The pictures must be left out, while the rest of the data is copied exactly.

<<<<

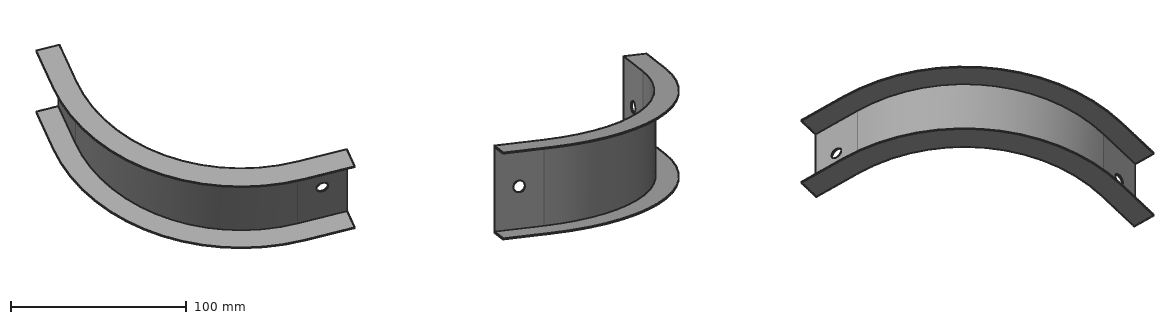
import cadquery as cq
import math

side = 143.0
height = 52.0
sheet = 0.8
flange_width = 14.0
arm_length = 30.0
hole_diameter = 7.0

outer_radius = side - arm_length
bend_center = (arm_length, side - arm_length)


def bent_strip(near, far, strip_height):
    """Extrude the strip between two offsets measured inward from the outer edge."""
    cx, cy = bend_center
    diagonal = math.sqrt(0.5)
    near_radius = outer_radius - near
    far_radius = outer_radius - far
    return (
        cq.Workplane("XY")
        .moveTo(0, near)
        .lineTo(cx, near)
        .threePointArc(
            (cx + near_radius * diagonal, cy - near_radius * diagonal),
            (side - near, cy),
        )
        .lineTo(side - near, side)
        .lineTo(side - far, side)
        .lineTo(side - far, cy)
        .threePointArc(
            (cx + far_radius * diagonal, cy - far_radius * diagonal),
            (cx, far),
        )
        .lineTo(0, far)
        .close()
        .extrude(strip_height)
    )


web = bent_strip(flange_width - sheet, flange_width, height)
bottom_flange = bent_strip(0, flange_width, sheet)
top_flange = bottom_flange.translate((0, 0, height - sheet))
channel = web.union(bottom_flange).union(top_flange)

hole_from_end = arm_length / 2
hole_radius = hole_diameter / 2
cut_depth = 2 * flange_width
first_hole = (
    cq.Workplane("XZ")
    .center(hole_from_end, height / 2)
    .circle(hole_radius)
    .extrude(-cut_depth)
)
second_hole = (
    cq.Workplane("YZ", origin=(side, 0, 0))
    .center(side - hole_from_end, height / 2)
    .circle(hole_radius)
    .extrude(-cut_depth)
)

result = channel.cut(first_hole).cut(second_hole)
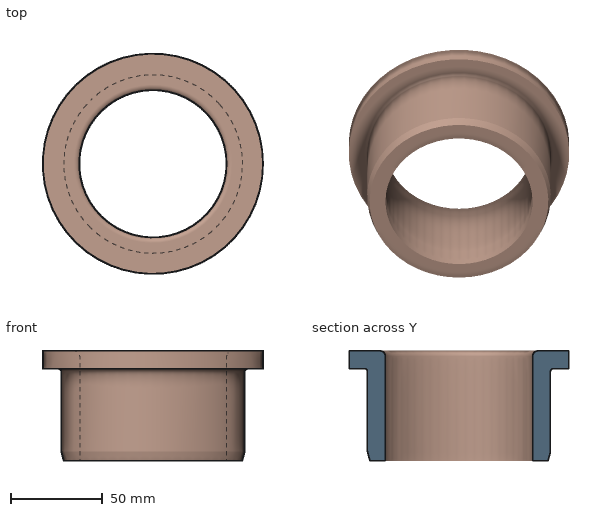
import cadquery as cq
import math

flange_diameter = 120.0
body_diameter = 100.0
bore_diameter = 80.0
total_height = 60.0
flange_thickness = 10.0

mouth_radius = 3.0
neck_radius = 1.5
lead_in_height = 5.0
lead_in_angle = 15.0

flange_radius = flange_diameter / 2
body_radius = body_diameter / 2
bore_radius = bore_diameter / 2
flange_bottom = total_height - flange_thickness
lead_in_depth = lead_in_height * math.tan(math.radians(lead_in_angle))

section = (
    cq.Workplane("XZ")
    .moveTo(bore_radius, 0)
    .lineTo(body_radius - lead_in_depth, 0)
    .lineTo(body_radius, lead_in_height)
    .lineTo(body_radius, flange_bottom - neck_radius)
    .radiusArc((body_radius + neck_radius, flange_bottom), neck_radius)
    .lineTo(flange_radius, flange_bottom)
    .lineTo(flange_radius, total_height)
    .lineTo(bore_radius + mouth_radius, total_height)
    .radiusArc((bore_radius, total_height - mouth_radius), -mouth_radius)
    .close()
)

result = section.revolve(360, (0, 0, 0), (0, 1, 0))
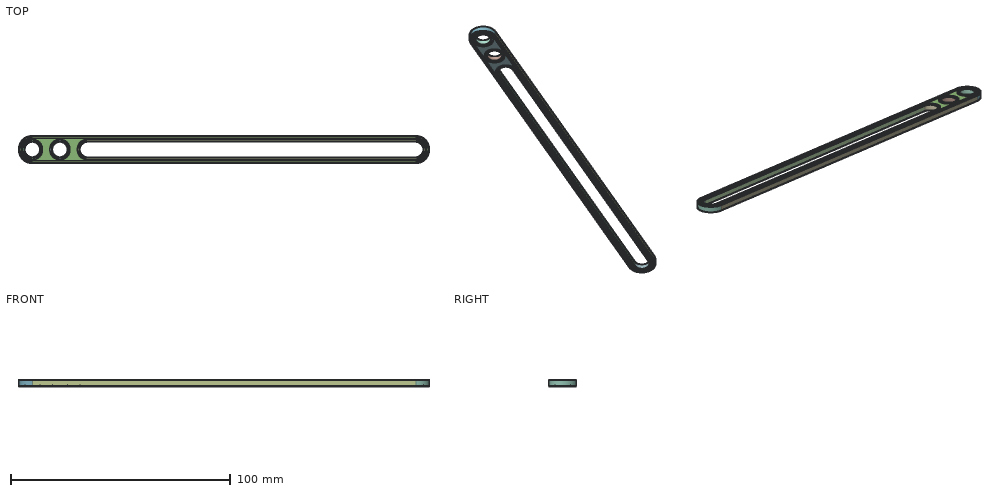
import cadquery as cq

length = 187.5
width = 12.5
thickness = 3.2
edge_chamfer = 0.34

pitch = width
bore_diameter = 7.0
collar_diameter = 9.2

rim_thickness = 1.1
pocket_depth = 0.4
pocket_width = width - 2 * rim_thickness

first_hole_x = (width - length) / 2
second_hole_x = first_hole_x + pitch
slot_start_x = second_hole_x + pitch
slot_end_x = -first_hole_x


def stadium(start_x, end_x, diameter, bottom_z, height):
    """Round-ended prism whose end arcs are centred at start_x and end_x."""
    return (
        cq.Workplane("XY", origin=((start_x + end_x) / 2, 0, bottom_z))
        .slot2D(end_x - start_x + diameter, diameter)
        .extrude(height)
    )


def holes_and_slot(diameter, bottom_z, height):
    """Prisms of one diameter at both round holes and along the slot."""
    holes = (
        cq.Workplane("XY", origin=(0, 0, bottom_z))
        .pushPoints([(first_hole_x, 0), (second_hole_x, 0)])
        .circle(diameter / 2)
        .extrude(height)
    )
    return holes.union(stadium(slot_start_x, slot_end_x, diameter, bottom_z, height))


def face_pocket(bottom_z):
    """Pocket inside the rim that leaves a collar standing around each opening."""
    inside_rim = stadium(first_hole_x, slot_end_x, pocket_width, bottom_z, pocket_depth)
    return inside_rim.cut(holes_and_slot(collar_diameter, bottom_z, pocket_depth))


plate = stadium(first_hole_x, slot_end_x, width, 0, thickness)
plate = plate.cut(holes_and_slot(bore_diameter, 0, thickness))
plate = plate.faces("<Z or >Z").edges().chamfer(edge_chamfer)

result = plate
for pocket_bottom_z in (0, thickness - pocket_depth):
    result = result.cut(face_pocket(pocket_bottom_z))
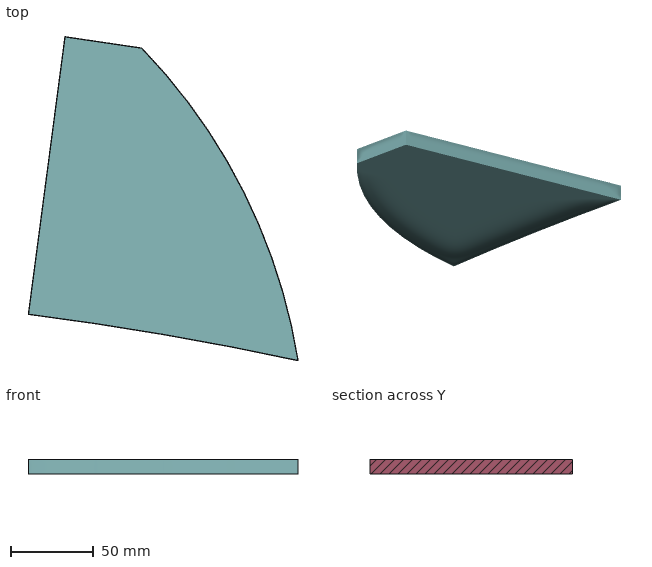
import cadquery as cq

width = 163.1
depth = 195.8
thickness = 9.0

inner_corner_y = 28.0
top_left_x = 22.1
top_right_x = 68.5
top_edge_drop = 6.9

outer_edge_bulge = 16.3
lower_edge_bow = 1.8

inner_corner = (0, inner_corner_y)
top_left = (top_left_x, depth)
top_right = (top_right_x, depth - top_edge_drop)
lower_tip = (width, 0)

result = (
    cq.Workplane("XY")
    .moveTo(*inner_corner)
    .lineTo(*top_left)
    .lineTo(*top_right)
    .sagittaArc(lower_tip, outer_edge_bulge)
    .sagittaArc(inner_corner, -lower_edge_bow)
    .close()
    .extrude(thickness)
)

>>>>

# Finished exercise:
import cadquery as cq
import math

side = 143.0
height = 52.0
sheet = 0.8
flange_width = 14.0
arm_length = 30.0
hole_diameter = 7.0

outer_radius = side - arm_length
bend_center = (arm_length, side - arm_length)


def bent_strip(near, far, strip_height):
    """Extrude the strip between two offsets measured inward from the outer edge."""
    cx, cy = bend_center
    diagonal = math.sqrt(0.5)
    near_radius = outer_radius - near
    far_radius = outer_radius - far
    return (
        cq.Workplane("XY")
        .moveTo(0, near)
        .lineTo(cx, near)
        .threePointArc(
            (cx + near_radius * diagonal, cy - near_radius * diagonal),
            (side - near, cy),
        )
        .lineTo(side - near, side)
        .lineTo(side - far, side)
        .lineTo(side - far, cy)
        .threePointArc(
            (cx + far_radius * diagonal, cy - far_radius * diagonal),
            (cx, far),
        )
        .lineTo(0, far)
        .close()
        .extrude(strip_height)
    )


web = bent_strip(flange_width - sheet, flange_width, height)
bottom_flange = bent_strip(0, flange_width, sheet)
top_flange = bottom_flange.translate((0, 0, height - sheet))
channel = web.union(bottom_flange).union(top_flange)

hole_from_end = arm_length / 2
hole_radius = hole_diameter / 2
cut_depth = 2 * flange_width
first_hole = (
    cq.Workplane("XZ")
    .center(hole_from_end, height / 2)
    .circle(hole_radius)
    .extrude(-cut_depth)
)
second_hole = (
    cq.Workplane("YZ", origin=(side, 0, 0))
    .center(side - hole_from_end, height / 2)
    .circle(hole_radius)
    .extrude(-cut_depth)
)

result = channel.cut(first_hole).cut(second_hole)
import cadquery as cq
import math

flange_diameter = 120.0
body_diameter = 100.0
bore_diameter = 80.0
total_height = 60.0
flange_thickness = 10.0

mouth_radius = 3.0
neck_radius = 1.5
lead_in_height = 5.0
lead_in_angle = 15.0

flange_radius = flange_diameter / 2
body_radius = body_diameter / 2
bore_radius = bore_diameter / 2
flange_bottom = total_height - flange_thickness
lead_in_depth = lead_in_height * math.tan(math.radians(lead_in_angle))

section = (
    cq.Workplane("XZ")
    .moveTo(bore_radius, 0)
    .lineTo(body_radius - lead_in_depth, 0)
    .lineTo(body_radius, lead_in_height)
    .lineTo(body_radius, flange_bottom - neck_radius)
    .radiusArc((body_radius + neck_radius, flange_bottom), neck_radius)
    .lineTo(flange_radius, flange_bottom)
    .lineTo(flange_radius, total_height)
    .lineTo(bore_radius + mouth_radius, total_height)
    .radiusArc((bore_radius, total_height - mouth_radius), -mouth_radius)
    .close()
)

result = section.revolve(360, (0, 0, 0), (0, 1, 0))
import cadquery as cq

length = 187.5
width = 12.5
thickness = 3.2
edge_chamfer = 0.34

pitch = width
bore_diameter = 7.0
collar_diameter = 9.2

rim_thickness = 1.1
pocket_depth = 0.4
pocket_width = width - 2 * rim_thickness

first_hole_x = (width - length) / 2
second_hole_x = first_hole_x + pitch
slot_start_x = second_hole_x + pitch
slot_end_x = -first_hole_x


def stadium(start_x, end_x, diameter, bottom_z, height):
    """Round-ended prism whose end arcs are centred at start_x and end_x."""
    return (
        cq.Workplane("XY", origin=((start_x + end_x) / 2, 0, bottom_z))
        .slot2D(end_x - start_x + diameter, diameter)
        .extrude(height)
    )


def holes_and_slot(diameter, bottom_z, height):
    """Prisms of one diameter at both round holes and along the slot."""
    holes = (
        cq.Workplane("XY", origin=(0, 0, bottom_z))
        .pushPoints([(first_hole_x, 0), (second_hole_x, 0)])
        .circle(diameter / 2)
        .extrude(height)
    )
    return holes.union(stadium(slot_start_x, slot_end_x, diameter, bottom_z, height))


def face_pocket(bottom_z):
    """Pocket inside the rim that leaves a collar standing around each opening."""
    inside_rim = stadium(first_hole_x, slot_end_x, pocket_width, bottom_z, pocket_depth)
    return inside_rim.cut(holes_and_slot(collar_diameter, bottom_z, pocket_depth))


plate = stadium(first_hole_x, slot_end_x, width, 0, thickness)
plate = plate.cut(holes_and_slot(bore_diameter, 0, thickness))
plate = plate.faces("<Z or >Z").edges().chamfer(edge_chamfer)

result = plate
for pocket_bottom_z in (0, thickness - pocket_depth):
    result = result.cut(face_pocket(pocket_bottom_z))
import cadquery as cq

width = 163.1
depth = 195.8
thickness = 9.0

inner_corner_y = 28.0
top_left_x = 22.1
top_right_x = 68.5
top_edge_drop = 6.9

outer_edge_bulge = 16.3
lower_edge_bow = 1.8

inner_corner = (0, inner_corner_y)
top_left = (top_left_x, depth)
top_right = (top_right_x, depth - top_edge_drop)
lower_tip = (width, 0)

result = (
    cq.Workplane("XY")
    .moveTo(*inner_corner)
    .lineTo(*top_left)
    .lineTo(*top_right)
    .sagittaArc(lower_tip, outer_edge_bulge)
    .sagittaArc(inner_corner, -lower_edge_bow)
    .close()
    .extrude(thickness)
)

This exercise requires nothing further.